§ **Assignment**
Every record that follows must be duplicated exactly, with images left out.

Dataset items:
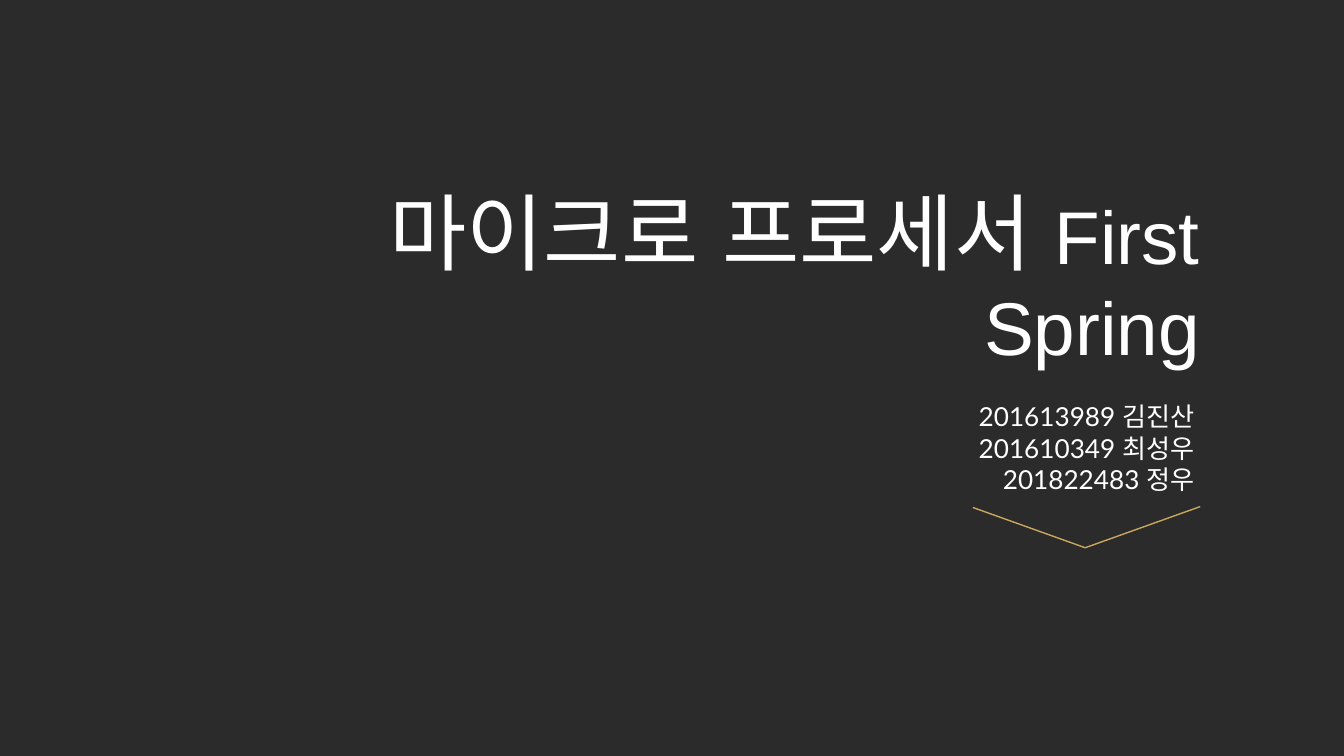
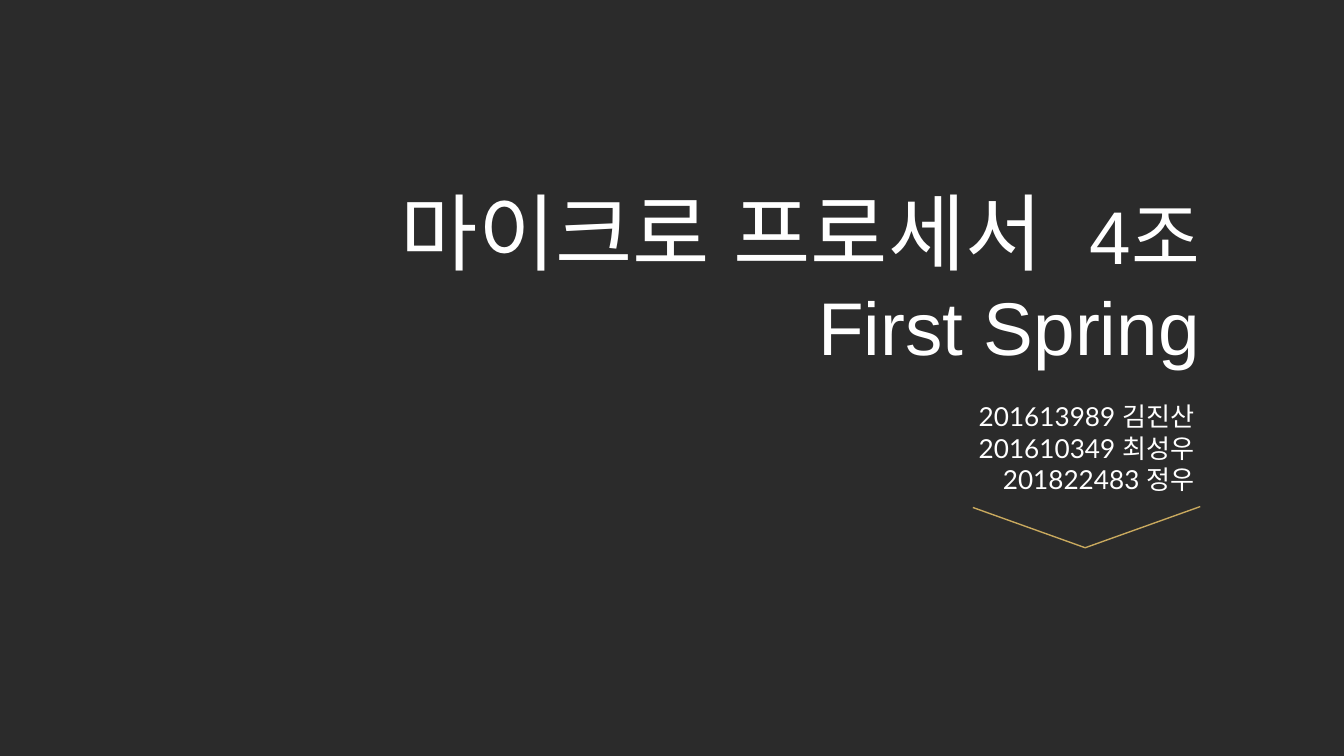
Before and after one commit to lazybones1/JBNU_2020_3-1, a slide deck: slide 1 of 마이크로 프로세서/4차/4조.pptx. Drawn at 1344x756 pixels with LibreOffice and Linux fonts; fonts in the diff are those of the drawing; background and template pictures are left out; a plain dark background stands for a picture behind light text. Boxes give left, top, right and bottom in pixels: in the first picture for what was removed or moved away, otherwise in the second. Text is boxed around its words. In the diff, an @@ line names an element or a change of style, - is before the commit and + after.

```diff
--- a/마이크로 프로세서/4차/4조.pptx
+++ b/마이크로 프로세서/4차/4조.pptx
@@ title at <box>401,194,1200,369</box>: text changed @@
-마이크로 프로세서 First Spring
+마이크로 프로세서 4조 First Spring
```
Also in this commit, not shown: 14 other files.
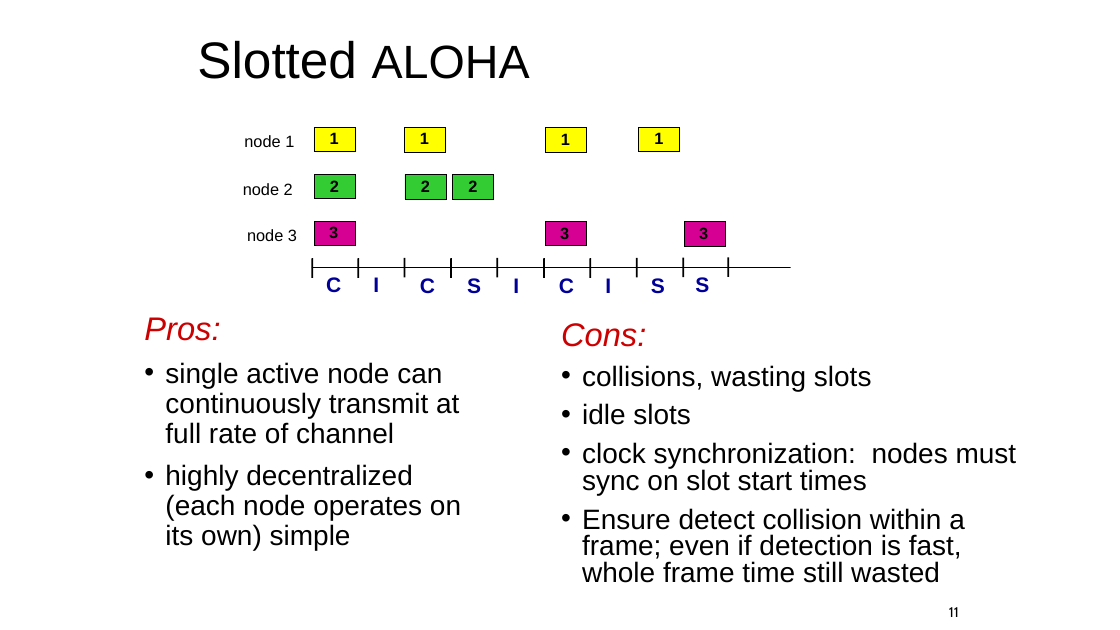
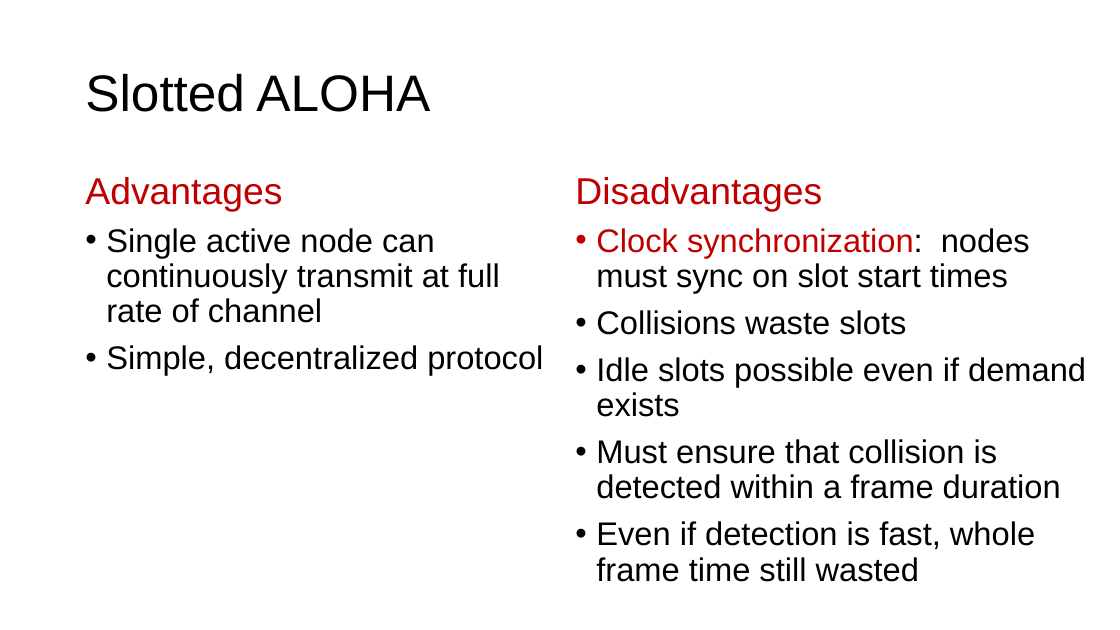
Before and after one commit to ngsrinivas/coursegen, a slide deck: slide 29 of ex/352-S21/staging/352-S21/lectures/link-medium-access-control.pptx (slide 11 before the commit). Drawn at 1120x630 pixels with LibreOffice and Linux fonts; fonts in the diff are those of the drawing. Boxes give left, top, right and bottom in pixels: in the first picture for what was removed or moved away, otherwise in the second. Text is boxed around its words. In the diff, an @@ line names an element or a change of style, - is before the commit and + after.

```diff
--- a/ex/352-S21/staging/352-S21/lectures/link-medium-access-control.pptx
+++ b/ex/352-S21/staging/352-S21/lectures/link-medium-access-control.pptx
@@ title "Slotted ALOHA": place and size @@
-title "Slotted ALOHA" at <box>197,40,530,79</box>
+title "Slotted ALOHA" at <box>85,73,430,112</box>
@@ title "Slotted ALOHA" at <box>85,73,430,112</box>: size 40 to 44 pt in "ALOHA" @@
@@ text at <box>85,177,543,375</box>: text changed; size 24 to 28 pt @@
-Pros:
-• single active node can continuously transmit at full rate of channel
-• highly decentralized (each node operates on its own) simple
+Advantages
+• Single active node can continuously transmit at full rate of channel
+• Simple, decentralized protocol
@@ text at <box>575,177,1086,582</box>: text changed; size 24 to 28 pt @@
-Cons:
-• collisions, wasting slots
-• idle slots
-• clock synchronization: nodes must sync on slot start times
-• Ensure detect collision within a frame; even if detection is fast, whole frame time still wasted
+Disadvantages
+• Clock synchronization: nodes must sync on slot start times
+• Collisions waste slots
+• Idle slots possible even if demand exists
+• Must ensure that collision is detected within a frame duration
+• Even if detection is fast, whole frame time still wasted
@@ group removed at <box>243,127,791,294</box>: 22 texts, 11 lines, 10 rectangles @@
-1
-1
-1
-1
-2
-3
-2
-2
-3
-3
-node 1
-node 2
-node 3
-C
-C
-C
-S
-S
-S
-I
-I
-I
@@ page number removed at <box>949,607,959,617</box> @@
-11
```
Also in this commit, not shown: 16 other slides changed, 37 slides added, 6 slides removed, 1 other file.
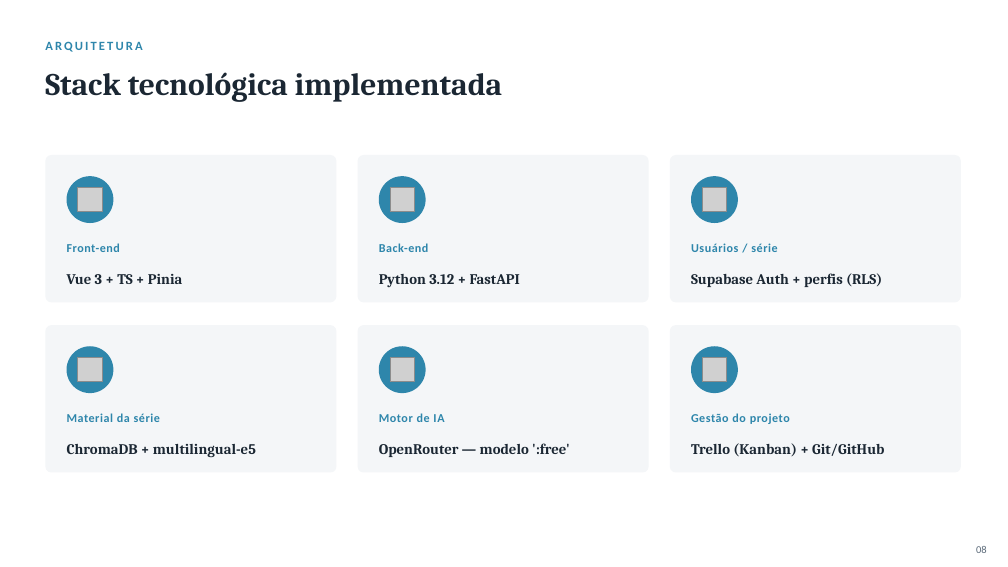
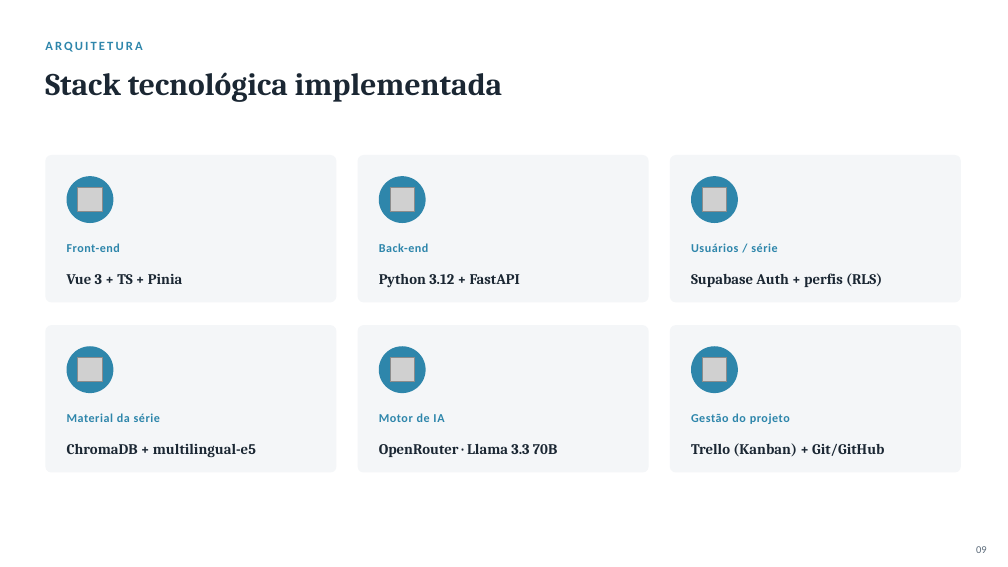
Before and after one commit to thiagoreis12/EducaChat, a slide deck: slide 9 of EducaChat_Apresentacao_Tecnica.pptx (slide 8 before the commit). Drawn at 1008x567 pixels with LibreOffice and Linux fonts; fonts in the diff are those of the drawing; grey boxes stand for pictures. Boxes give left, top, right and bottom in pixels: in the first picture for what was removed or moved away, otherwise in the second. Text is boxed around its words. In the diff, an @@ line names an element or a change of style, - is before the commit and + after.

```diff
--- a/EducaChat_Apresentacao_Tecnica.pptx
+++ b/EducaChat_Apresentacao_Tecnica.pptx
@@ text at bbox=[379, 444, 557, 457]: text changed @@
-OpenRouter — modelo ':free'
+OpenRouter · Llama 3.3 70B
```
Also in this commit, not shown: 10 other slides changed, 1 slide added.

§ **Expected answer**
Before and after one commit to lazybones1/JBNU_2020_3-1, a slide deck: slide 1 of 마이크로 프로세서/4차/4조.pptx. Drawn at 1344x756 pixels with LibreOffice and Linux fonts; fonts in the diff are those of the drawing; background and template pictures are left out; a plain dark background stands for a picture behind light text. Boxes give left, top, right and bottom in pixels: in the first picture for what was removed or moved away, otherwise in the second. Text is boxed around its words. In the diff, an @@ line names an element or a change of style, - is before the commit and + after.

```diff
--- a/마이크로 프로세서/4차/4조.pptx
+++ b/마이크로 프로세서/4차/4조.pptx
@@ title at <box>401,194,1200,369</box>: text changed @@
-마이크로 프로세서 First Spring
+마이크로 프로세서 4조 First Spring
```
Also in this commit, not shown: 14 other files.
Before and after one commit to ngsrinivas/coursegen, a slide deck: slide 29 of ex/352-S21/staging/352-S21/lectures/link-medium-access-control.pptx (slide 11 before the commit). Drawn at 1120x630 pixels with LibreOffice and Linux fonts; fonts in the diff are those of the drawing. Boxes give left, top, right and bottom in pixels: in the first picture for what was removed or moved away, otherwise in the second. Text is boxed around its words. In the diff, an @@ line names an element or a change of style, - is before the commit and + after.

```diff
--- a/ex/352-S21/staging/352-S21/lectures/link-medium-access-control.pptx
+++ b/ex/352-S21/staging/352-S21/lectures/link-medium-access-control.pptx
@@ title "Slotted ALOHA": place and size @@
-title "Slotted ALOHA" at <box>197,40,530,79</box>
+title "Slotted ALOHA" at <box>85,73,430,112</box>
@@ title "Slotted ALOHA" at <box>85,73,430,112</box>: size 40 to 44 pt in "ALOHA" @@
@@ text at <box>85,177,543,375</box>: text changed; size 24 to 28 pt @@
-Pros:
-• single active node can continuously transmit at full rate of channel
-• highly decentralized (each node operates on its own) simple
+Advantages
+• Single active node can continuously transmit at full rate of channel
+• Simple, decentralized protocol
@@ text at <box>575,177,1086,582</box>: text changed; size 24 to 28 pt @@
-Cons:
-• collisions, wasting slots
-• idle slots
-• clock synchronization: nodes must sync on slot start times
-• Ensure detect collision within a frame; even if detection is fast, whole frame time still wasted
+Disadvantages
+• Clock synchronization: nodes must sync on slot start times
+• Collisions waste slots
+• Idle slots possible even if demand exists
+• Must ensure that collision is detected within a frame duration
+• Even if detection is fast, whole frame time still wasted
@@ group removed at <box>243,127,791,294</box>: 22 texts, 11 lines, 10 rectangles @@
-1
-1
-1
-1
-2
-3
-2
-2
-3
-3
-node 1
-node 2
-node 3
-C
-C
-C
-S
-S
-S
-I
-I
-I
@@ page number removed at <box>949,607,959,617</box> @@
-11
```
Also in this commit, not shown: 16 other slides changed, 37 slides added, 6 slides removed, 1 other file.
Before and after one commit to thiagoreis12/EducaChat, a slide deck: slide 9 of EducaChat_Apresentacao_Tecnica.pptx (slide 8 before the commit). Drawn at 1008x567 pixels with LibreOffice and Linux fonts; fonts in the diff are those of the drawing; grey boxes stand for pictures. Boxes give left, top, right and bottom in pixels: in the first picture for what was removed or moved away, otherwise in the second. Text is boxed around its words. In the diff, an @@ line names an element or a change of style, - is before the commit and + after.

```diff
--- a/EducaChat_Apresentacao_Tecnica.pptx
+++ b/EducaChat_Apresentacao_Tecnica.pptx
@@ text at bbox=[379, 444, 557, 457]: text changed @@
-OpenRouter — modelo ':free'
+OpenRouter · Llama 3.3 70B
```
Also in this commit, not shown: 10 other slides changed, 1 slide added.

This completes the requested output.